02/06/2008

Olvido

Por Pedro Rodiz

Hace algún tiempo, mi esposa le dio clase a una estudiante muy peculiar. Ella fue la madre de aquél bebé que se quedó en un auto por descuido del padre y murió por asfixia y por el calor. Todo ocurrió por un terrible olvido. La madre acostumbraba a llevar al niño al cuido, pero el auto se le dañó y le pidió al esposo que la llevara al trabajo y que luego dejara al bebé en su destino habitual. En el trayecto, el bebo se quedó dormido y el padre hizo su rutina diaria. Como el auto tenía cristales ahumados, nadie notó a la criatura hasta que ya fue demasiado tarde. Esta historia fue ampliamente reseñada por la prensa. Lo que no salió fueron las vivencias de esta mujer posteriores a la desgracia. Son de esas tragedias que no se olvidan fácilmente.
Pues esa mujer le contó a mi esposa lo que vivió y sufrió luego de este terrible suceso; de cómo se la pasaba llorando casi todos los días y de cómo pasó casi un año sin poder dormir una noche completa. Y es que cuando algo así sucede, uno no olvida, se aprende a vivir el dolor. Toma mucho tiempo volver a la normalidad.
Parte de lo que esta mujer le narró a mi esposa, lo recogí en la obra Cualquier martes ceno en París; pero hay historias reales que superan a al ficción. Claro, cambié el tipo de accidente, pero la pérdida fue igual de terrible. Aquí lo comparto con ustedes.

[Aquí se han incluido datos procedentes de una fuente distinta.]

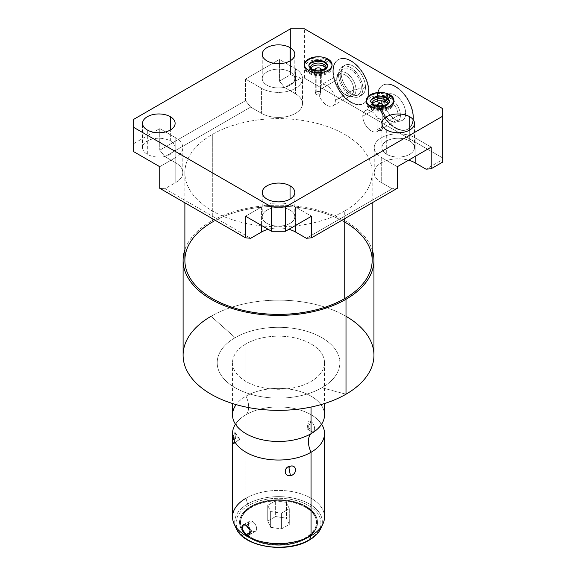 <?xml version="1.0" encoding="UTF-8"?>
<svg xmlns="http://www.w3.org/2000/svg" width="576" height="576" viewBox="0 0 576 576"><rect width="100%" height="100%" fill="white"/><g stroke="black" fill="none" stroke-linecap="round" stroke-linejoin="round"><path stroke-width="0.43" stroke-dasharray="2.88 2.16" d="M182.815 172.685A23.976 13.846 180 0 0 175.795 162.893L175.795 137.858L159.746 128.592L159.746 150.192L159.746 128.592L133.69 143.64L133.69 151.654L133.69 143.64L159.746 128.592L175.795 137.858L175.795 162.893L164.909 156.614L159.746 150.192L245.527 100.67L245.527 79.07L261.569 88.337L261.569 113.371A23.976 13.846 180 0 0 287.698 116.374A23.976 13.846 180 0 0 302.501 103.586A23.976 13.846 180 0 0 295.481 93.794L295.481 68.76L279.432 59.494L279.432 81.094L279.432 59.494L245.527 79.07L245.527 100.67L250.682 107.093L245.527 100.67L159.746 150.192L164.909 156.614L250.682 107.093L261.569 113.371L261.569 88.337A23.976 13.846 0 0 0 287.698 91.339A23.976 13.846 0 0 0 302.501 78.545A23.976 13.846 0 0 0 295.481 68.76A23.976 13.846 180 0 1 295.481 88.337A23.976 13.846 180 0 1 261.569 88.337L245.527 79.07L279.432 59.494L295.481 68.76L295.481 93.794L284.594 87.509L279.432 81.094L290.534 74.678L290.534 28.8L290.534 74.678L300.859 78.12L290.534 74.678L279.432 81.094L284.594 87.509L300.859 78.12L304.416 78.12L442.31 157.738L442.31 108.418L442.31 162.31L442.31 159.79L426.053 169.178L442.31 159.79L442.31 157.738L304.416 78.12L300.859 78.12L284.594 87.509L295.481 93.794A23.976 13.846 180 0 1 295.481 113.371A23.976 13.846 180 0 1 261.569 113.371L250.682 107.093L164.909 156.614L175.795 162.893A23.976 13.846 180 0 1 175.795 182.477L164.909 188.755L250.682 238.277L164.909 188.755L159.746 188.294L164.909 188.755L175.795 182.477L175.795 157.435L159.746 166.702L175.795 157.435A23.976 13.846 0 0 0 182.815 147.65A23.976 13.846 0 0 0 175.795 137.858A23.976 13.846 180 0 1 175.795 157.435L175.795 182.477A23.976 13.846 180 0 0 182.815 172.685L182.815 147.65M268.171 229.298A23.976 13.846 180 0 1 288.878 229.298A23.976 13.846 180 0 0 268.171 229.298M374.234 172.685A23.976 13.846 180 0 0 381.254 182.477L381.254 157.435L397.303 166.702L381.254 157.435L381.254 182.477L392.141 188.755L397.303 188.294L392.141 188.755L306.367 238.277L392.141 188.755L381.254 182.477A23.976 13.846 180 0 1 378.641 164.686A23.976 13.846 180 0 1 408.564 160.2A23.976 13.846 180 0 0 374.234 172.685L374.234 147.65A23.976 13.846 0 0 0 381.254 157.435A23.976 13.846 180 0 1 381.254 137.858A23.976 13.846 180 0 1 415.166 137.858L431.208 147.125L415.166 137.858A23.976 13.846 0 0 0 389.038 134.856A23.976 13.846 0 0 0 374.234 147.65M344.743 210.917A93.643 54.065 180 0 1 212.306 210.917A93.643 54.065 180 0 1 212.306 134.453A93.643 54.065 180 0 1 344.743 134.453A93.643 54.065 180 0 1 344.743 210.917L344.743 218.642L344.743 210.917A93.643 54.065 0 0 0 372.168 172.685A93.643 54.065 0 0 0 314.359 122.731A93.643 54.065 0 0 0 212.306 134.453A93.643 54.065 0 0 0 184.882 172.685A93.643 54.065 0 0 0 242.69 222.631A93.643 54.065 0 0 0 344.743 210.917M184.882 260.316A93.643 54.065 180 0 1 212.306 222.084L212.306 134.453L212.306 222.084A93.643 54.065 180 0 1 314.359 210.362A93.643 54.065 180 0 1 372.168 260.316M346.003 316.296A95.422 55.094 0 0 0 211.046 316.296L211.046 221.357A95.422 55.094 0 0 1 306.36 207.619A95.422 55.094 0 0 1 372.168 249.725A95.422 55.094 0 0 0 306.36 207.619A95.422 55.094 0 0 0 211.046 221.357A95.422 55.094 0 0 0 184.882 249.725A95.422 55.094 0 0 1 211.046 221.357L211.046 316.296A95.422 55.094 180 0 1 315.043 304.351A95.422 55.094 180 0 1 373.946 355.255M212.306 222.084A93.643 54.065 180 0 1 344.743 222.084M235.159 337.673A61.33 35.41 180 0 1 321.89 337.673A61.33 35.41 180 0 1 321.89 387.749L346.003 394.207L321.89 387.749A61.33 35.41 180 0 1 235.159 387.749A61.33 35.41 180 0 1 235.159 337.673A61.33 35.41 180 0 1 321.89 337.673A61.33 35.41 180 0 1 321.89 387.749A61.33 35.41 180 0 1 235.159 387.749A61.33 35.41 180 0 1 235.159 337.673L211.046 316.296L235.159 337.673M246.002 343.937A45.994 26.554 0 0 0 246.002 381.492A45.994 26.554 0 0 0 311.047 381.492A45.994 26.554 0 0 0 311.047 343.937A45.994 26.554 0 0 0 246.002 343.937A45.994 26.554 0 0 0 232.531 362.714A45.994 26.554 0 0 0 260.921 387.245A45.994 26.554 0 0 0 311.047 381.492L311.047 407.045L311.047 381.492A45.994 26.554 0 0 0 324.518 362.714A45.994 26.554 0 0 0 296.129 338.177A45.994 26.554 0 0 0 246.002 343.937L246.002 396.144L246.002 343.937M183.103 355.255A95.422 55.094 180 0 1 211.046 316.296M232.531 414.922A45.994 26.554 180 0 1 246.002 396.144A45.994 26.554 180 0 1 296.129 390.391A45.994 26.554 180 0 1 324.518 414.922M317.758 419.616A45.994 26.554 0 0 1 321.617 424.202A45.994 26.554 0 0 0 246.002 414.706A19.13 11.045 -120 0 0 246.002 396.144A45.994 26.554 180 0 1 306.994 394.063A45.994 26.554 180 0 1 317.758 428.789C322.445 423.418 320.227 424.476 320.782 424.202C320.011 423.432 322.769 425.585 317.758 419.616A45.994 26.554 0 0 0 246.002 414.706A45.994 26.554 0 0 0 239.292 419.616A45.994 26.554 0 0 0 235.433 424.202A45.994 26.554 0 0 1 246.002 414.706L246.002 498.211L246.002 414.706A19.13 11.045 60 0 0 246.002 396.144A45.994 26.554 180 0 0 236.138 404.611M232.531 516.989A45.994 26.554 180 0 1 246.002 498.211L247.558 504.043L246.002 498.211A45.994 26.554 180 0 1 296.129 492.451A45.994 26.554 180 0 1 324.518 516.989M234.094 433.606C236.261 429.329 236.268 439.618 234.094 443.117C232.618 447.502 232.61 437.206 234.094 433.606L235.382 432.994L234.094 443.117L239.724 439.229L234.094 433.606L239.724 439.229L233.554 443.974L233.006 440.431L234.094 433.606M236.203 528.43A43.798 25.286 180 0 1 247.558 504.043A43.798 25.286 180 0 1 300.391 500.018A43.798 25.286 180 0 1 320.846 528.43A43.798 25.286 0 0 0 300.391 500.018A43.798 25.286 0 0 0 247.558 504.043A1.534 0.886 -120 0 0 248.573 505.454A42.358 24.451 180 0 1 308.477 505.454A42.358 24.451 180 0 1 308.477 540.036A42.358 24.451 0 0 0 308.477 505.454A42.358 24.451 0 0 0 248.573 505.454A42.358 24.451 0 0 0 248.573 540.036A42.358 24.451 0 0 0 308.477 540.036A42.358 24.451 180 0 1 248.573 540.036A42.358 24.451 180 0 1 248.573 505.454A1.534 0.886 60 0 1 247.558 504.043A43.798 25.286 0 0 0 236.203 528.43M322.97 523.822A45.994 26.554 0 0 0 301.493 493.978A45.994 26.554 0 0 0 246.002 498.211M311.047 421.697C315.871 424.454 315.691 434.642 311.047 431.215C305.698 428.746 305.921 418.558 311.047 421.697C315.842 424.627 315.842 434.412 311.047 431.215L306.929 428.832L311.047 421.697L306.929 428.832L311.047 431.215L306.929 424.346L311.047 421.697M308.837 540.173A1.534 0.886 -120 0 0 309.24 540.115A1.534 0.886 60 0 1 308.477 540.036M250.985 538.646A38.945 22.486 180 0 1 250.985 506.851A38.945 22.486 180 0 1 306.065 506.851A38.945 22.486 180 0 1 306.065 538.646A38.945 22.486 180 0 1 250.985 538.646A38.945 22.486 180 0 1 239.58 522.749A38.945 22.486 180 0 1 263.621 501.977A38.945 22.486 180 0 1 306.065 506.851L306.065 506.347A38.945 22.486 0 0 0 263.621 501.473A38.945 22.486 0 0 0 239.58 522.245A38.945 22.486 0 0 0 250.985 538.142L250.985 538.646L250.985 538.142A38.945 22.486 0 0 0 293.429 543.017A38.945 22.486 0 0 0 317.47 522.245A38.945 22.486 0 0 0 306.065 506.347L306.065 506.851A38.945 22.486 180 0 1 317.47 522.749A38.945 22.486 180 0 1 293.429 543.521A38.945 22.486 180 0 1 250.985 538.646M251.64 538.272A38.023 21.953 0 0 0 305.41 538.272A38.023 21.953 0 0 0 305.41 507.226A38.023 21.953 0 0 0 251.64 507.226A38.023 21.953 0 0 0 251.64 538.272L251.64 537.768A38.023 21.953 0 0 0 305.41 537.768A38.023 21.953 0 0 0 305.41 506.722A38.023 21.953 0 0 0 251.64 506.722A38.023 21.953 0 0 0 251.64 537.768A38.023 21.953 0 0 0 293.076 542.527A38.023 21.953 0 0 0 316.548 522.245A38.023 21.953 0 0 0 305.41 506.722L305.41 507.226A38.023 21.953 180 0 1 316.548 522.749A38.023 21.953 180 0 1 293.076 543.031A38.023 21.953 180 0 1 251.64 538.272A38.023 21.953 180 0 1 240.502 522.749A38.023 21.953 180 0 1 263.974 502.466A38.023 21.953 180 0 1 305.41 507.226L305.41 506.722A38.023 21.953 0 0 0 263.974 501.962A38.023 21.953 0 0 0 240.502 522.245A38.023 21.953 0 0 0 251.64 537.768L251.64 538.272M275.638 516.528L286.409 518.191L289.296 524.412L281.412 528.97L270.641 527.299L267.754 521.078L275.638 516.528L275.638 500.753L286.409 502.423L286.409 518.191L275.638 516.528L267.754 521.078L267.754 505.31L275.638 500.753L275.638 516.528M267.754 521.078L270.641 527.299L270.641 511.524L267.754 505.31L267.754 521.078M270.641 527.299L281.412 528.97L281.412 513.194L270.641 511.524L270.641 527.299M281.412 528.97L289.296 524.412L289.296 508.637L281.412 513.194L281.412 528.97M289.296 524.412L286.409 518.191L286.409 502.423L289.296 508.637L289.296 524.412M275.638 500.753L286.409 502.423L289.296 508.637L281.412 513.194L270.641 511.524L267.754 505.31L275.638 500.753M250.985 538.142A38.945 22.486 180 0 1 250.985 506.347A38.945 22.486 180 0 1 306.065 506.347A38.945 22.486 180 0 1 306.065 538.142A38.945 22.486 180 0 1 250.985 538.142M250.38 532.231L252.504 531.007A5.825 3.362 60 0 1 248.702 525.874A5.825 3.362 60 0 1 249.595 521.208A5.825 3.362 60 0 1 252.504 521.496L246.002 525.247L252.504 521.496A5.825 3.362 60 0 1 256.313 526.63A5.825 3.362 60 0 1 255.42 531.295A5.825 3.362 60 0 1 252.504 531.007L250.38 532.231M252.504 521.496A5.825 3.362 60 0 1 256.622 528.631A5.825 3.362 60 0 1 252.504 531.007A5.825 3.362 60 0 1 248.386 523.872A5.825 3.362 60 0 1 252.504 521.496M304.416 78.12L304.416 28.8L304.416 78.12M333.274 71.1A25.301 14.609 -120 0 0 351.158 102.082A25.301 14.609 -120 0 0 369.05 91.757A25.301 14.609 -120 0 0 351.158 60.768A25.301 14.609 -120 0 0 333.274 71.1L332.842 71.352A25.301 14.609 -120 0 0 343.879 96.811A25.301 14.609 -120 0 0 363.377 103.586A25.301 14.609 -120 0 0 368.611 92.002L369.05 91.757A25.301 14.609 60 0 1 363.809 103.334A25.301 14.609 60 0 1 344.318 96.559A25.301 14.609 60 0 1 333.274 71.1A25.301 14.609 60 0 1 338.515 59.515A25.301 14.609 60 0 1 358.006 66.298A25.301 14.609 60 0 1 369.05 91.757L368.611 92.002A25.301 14.609 -120 0 0 357.574 66.55A25.301 14.609 -120 0 0 338.076 59.767A25.301 14.609 -120 0 0 332.842 71.352L333.274 71.1M377.676 96.739A25.301 14.609 -120 0 0 395.568 127.721A25.301 14.609 -120 0 0 413.453 117.389A25.301 14.609 -120 0 0 395.568 86.407A25.301 14.609 -120 0 0 377.676 96.739L377.244 96.984A25.301 14.609 -120 0 0 388.289 122.443A25.301 14.609 -120 0 0 407.779 129.226A25.301 14.609 -120 0 0 413.021 117.641L413.453 117.389A25.301 14.609 60 0 1 408.211 128.974A25.301 14.609 60 0 1 388.721 122.191A25.301 14.609 60 0 1 377.676 96.739A25.301 14.609 60 0 1 382.918 85.154A25.301 14.609 60 0 1 402.408 91.93A25.301 14.609 60 0 1 413.453 117.389L413.021 117.641A25.301 14.609 -120 0 0 401.976 92.182A25.301 14.609 -120 0 0 382.486 85.406A25.301 14.609 -120 0 0 377.244 96.984L377.676 96.739M368.611 92.002A25.301 14.609 60 0 1 350.726 102.334A25.301 14.609 60 0 1 332.842 71.352A25.301 14.609 60 0 1 350.726 61.02A25.301 14.609 60 0 1 368.611 92.002M338.587 74.664A17.172 9.914 -120 0 0 350.726 95.695A17.172 9.914 -120 0 0 362.866 88.69A17.172 9.914 -120 0 0 350.726 67.658A17.172 9.914 -120 0 0 338.587 74.664A17.172 9.914 -120 0 0 346.082 91.944A17.172 9.914 -120 0 0 359.316 96.545A17.172 9.914 -120 0 0 362.866 88.69L365.472 87.185A17.172 9.914 60 0 1 361.915 95.047A17.172 9.914 60 0 1 348.682 90.446A17.172 9.914 60 0 1 341.186 73.166L338.587 74.664L341.186 73.166A17.172 9.914 60 0 1 344.743 65.304A17.172 9.914 60 0 1 357.977 69.905A17.172 9.914 60 0 1 365.472 87.185L362.866 88.69A17.172 9.914 -120 0 0 355.37 71.41A17.172 9.914 -120 0 0 342.144 66.809A17.172 9.914 -120 0 0 338.587 74.664M365.472 87.185A17.172 9.914 60 0 1 353.326 94.198A17.172 9.914 60 0 1 341.186 73.166A17.172 9.914 60 0 1 353.326 66.154A17.172 9.914 60 0 1 365.472 87.185M413.021 117.641A25.301 14.609 60 0 1 395.129 127.973A25.301 14.609 60 0 1 377.244 96.984A25.301 14.609 60 0 1 395.129 86.659A25.301 14.609 60 0 1 413.021 117.641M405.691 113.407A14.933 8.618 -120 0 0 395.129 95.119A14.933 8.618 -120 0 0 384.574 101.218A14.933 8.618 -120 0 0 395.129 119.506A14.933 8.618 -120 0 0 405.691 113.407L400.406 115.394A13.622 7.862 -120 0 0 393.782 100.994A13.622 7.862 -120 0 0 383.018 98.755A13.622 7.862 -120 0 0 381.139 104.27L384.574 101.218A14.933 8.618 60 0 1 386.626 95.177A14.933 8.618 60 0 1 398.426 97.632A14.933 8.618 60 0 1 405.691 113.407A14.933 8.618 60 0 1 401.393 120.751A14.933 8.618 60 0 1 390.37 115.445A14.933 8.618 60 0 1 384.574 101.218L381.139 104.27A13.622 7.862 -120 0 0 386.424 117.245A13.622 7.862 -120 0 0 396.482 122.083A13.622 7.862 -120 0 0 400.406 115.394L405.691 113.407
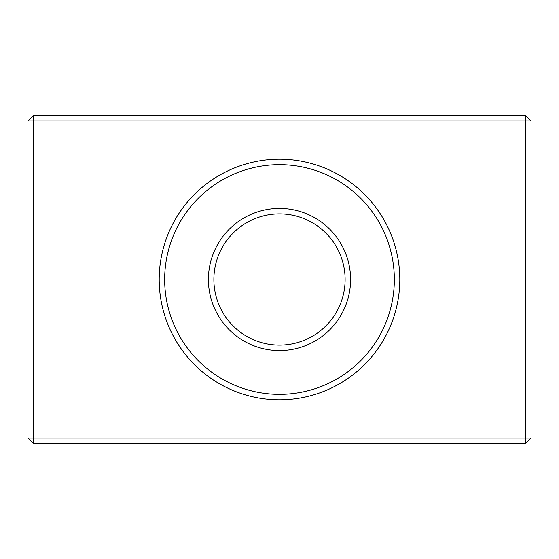 <?xml version="1.0" encoding="UTF-8"?>
<svg xmlns="http://www.w3.org/2000/svg" width="559" height="559" viewBox="0 0 559 559"><rect width="100%" height="100%" fill="white"/><g stroke="black" fill="none" stroke-linecap="round" stroke-linejoin="round"><path stroke-width="0.84" d="M27.95 438.088L27.95 120.912L33.421 115.447L525.579 115.447L531.05 120.912L531.05 438.088L525.579 438.088L525.579 120.912L33.421 120.912L33.421 438.088L525.579 438.088L525.579 443.553L33.421 443.553L33.421 438.088L27.95 438.088L33.421 443.553M531.05 120.912L525.579 120.912L525.579 115.447M27.95 120.912L33.421 120.912L33.421 115.447M525.579 443.553L531.05 438.088M394.34 279.5A114.84 114.84 0 0 0 279.5 164.66A114.84 114.84 0 0 0 164.66 279.5A114.84 114.84 0 0 0 279.5 394.34A114.84 114.84 0 0 0 394.34 279.5M159.196 279.5A120.304 120.304 0 0 1 279.5 159.196A120.304 120.304 0 0 1 399.804 279.5A120.304 120.304 0 0 1 279.5 399.804A120.304 120.304 0 0 1 159.196 279.5M350.591 279.5A71.091 71.091 0 0 1 279.5 350.591A71.091 71.091 0 0 1 208.409 279.5A71.091 71.091 0 0 1 279.5 208.409A71.091 71.091 0 0 1 350.591 279.5M213.88 279.5A65.62 65.62 0 0 0 279.5 345.12A65.62 65.62 0 0 0 345.12 279.5A65.62 65.62 0 0 0 279.5 213.88A65.62 65.62 0 0 0 213.88 279.5"/></g></svg>

Escena 18 La verdad aunque duela.

Está Tommy en playa, mirando hacia el mar. No fuma. De pronto llega Cecilia y se sienta dándole la espalda al mar. Ella saca un cigarrillo, le ofrece a Tommy pero éste lo rechaza.

Tommy: No, gracias, ya no fumo. Estoy ahorrando.
Cecilia: Más me duran.

Cecilia trata de prender el suyo pero el encendedor no sirve. Frustrada, lo tira lejos. Silencio.

Tommy: ¿Cómo me encontraste?
Cecilia: Eres tan predecible.

Silencio.

Tommy: Le estás dando la espalda al mar.
Cecilia: Ya no tengo nada que mirar.

Cecilia se queda callada por unos instantes. El rumor del mar la abraza. Luego de un silencio embarazoso, Tommy entiende que está demás, se levanta y comienza su retirada. Cecilia lo detiene con la palabra.

Cecilia: Yo no me hice un aborto. Yo tuve un hijo. Se llamaba Juan de Dios. Lo tuve a los dieciséis años. Me metí en problemas con mis padres por eso. El papá del nene no lo quiso reconocer y a mí tampoco me interesaba que lo hiciera. Decidí tenerlo y no me arrepiento. El nene tenía siete meses y medio y ya gateaba. Era bien simpático. Siempre se estaba riendo. Yo le contaba de mis problemas y él se me quedaba mirando y me sonreía como diciéndome: “no te preocupes mami, que yo estoy aquí contigo”. Un día estaba tan agotada que me quedé dormida en el sofá. Juan de Dios, que estaba en el piso, gateó hasta un cubo, una paila de pintura, lleno de agua. El nene se metió en el cubo porque le encantaba jugar con el agua. Y no pudo salir. Se me ahogó. Lo encontré con los piecitos hacia arriba. Y yo tuve la culpa, por dormirme, yo lo maté. Fui una mala madre. Hasta un mes después, la leche se me salía a chorros por los pechos y me manchaba las camisas. La leche que me saqué, todavía la tengo congelada, bien guardadita. No estoy lista para botarla. Han pasado varios años y todavía no puedo dormir bien por las noches. Duermo con sus zapatitos apretados en el pecho. Es la única forma que logro descansar un poquito. Por eso no dejo que nadie toque sus zapatitos. Por eso, Tommy, me quería ir a París, para creerme que era otra persona, una persona diferente a la que soy ahora. Una persona que tuvo mejor suerte que la que yo tuve. Tommy, siento que estoy metida en un hoyo, que cada día me hundo más y que no sé cómo salir.

Cecilia le muestra los zapatitos a Tommy, y en un acto de coito espiritual, se los entrega. Él duda, luego los recibe y, agradecido se los lleva al pecho. Se agarran de manos, y juntos, dirigen sus miradas hacia el horizonte.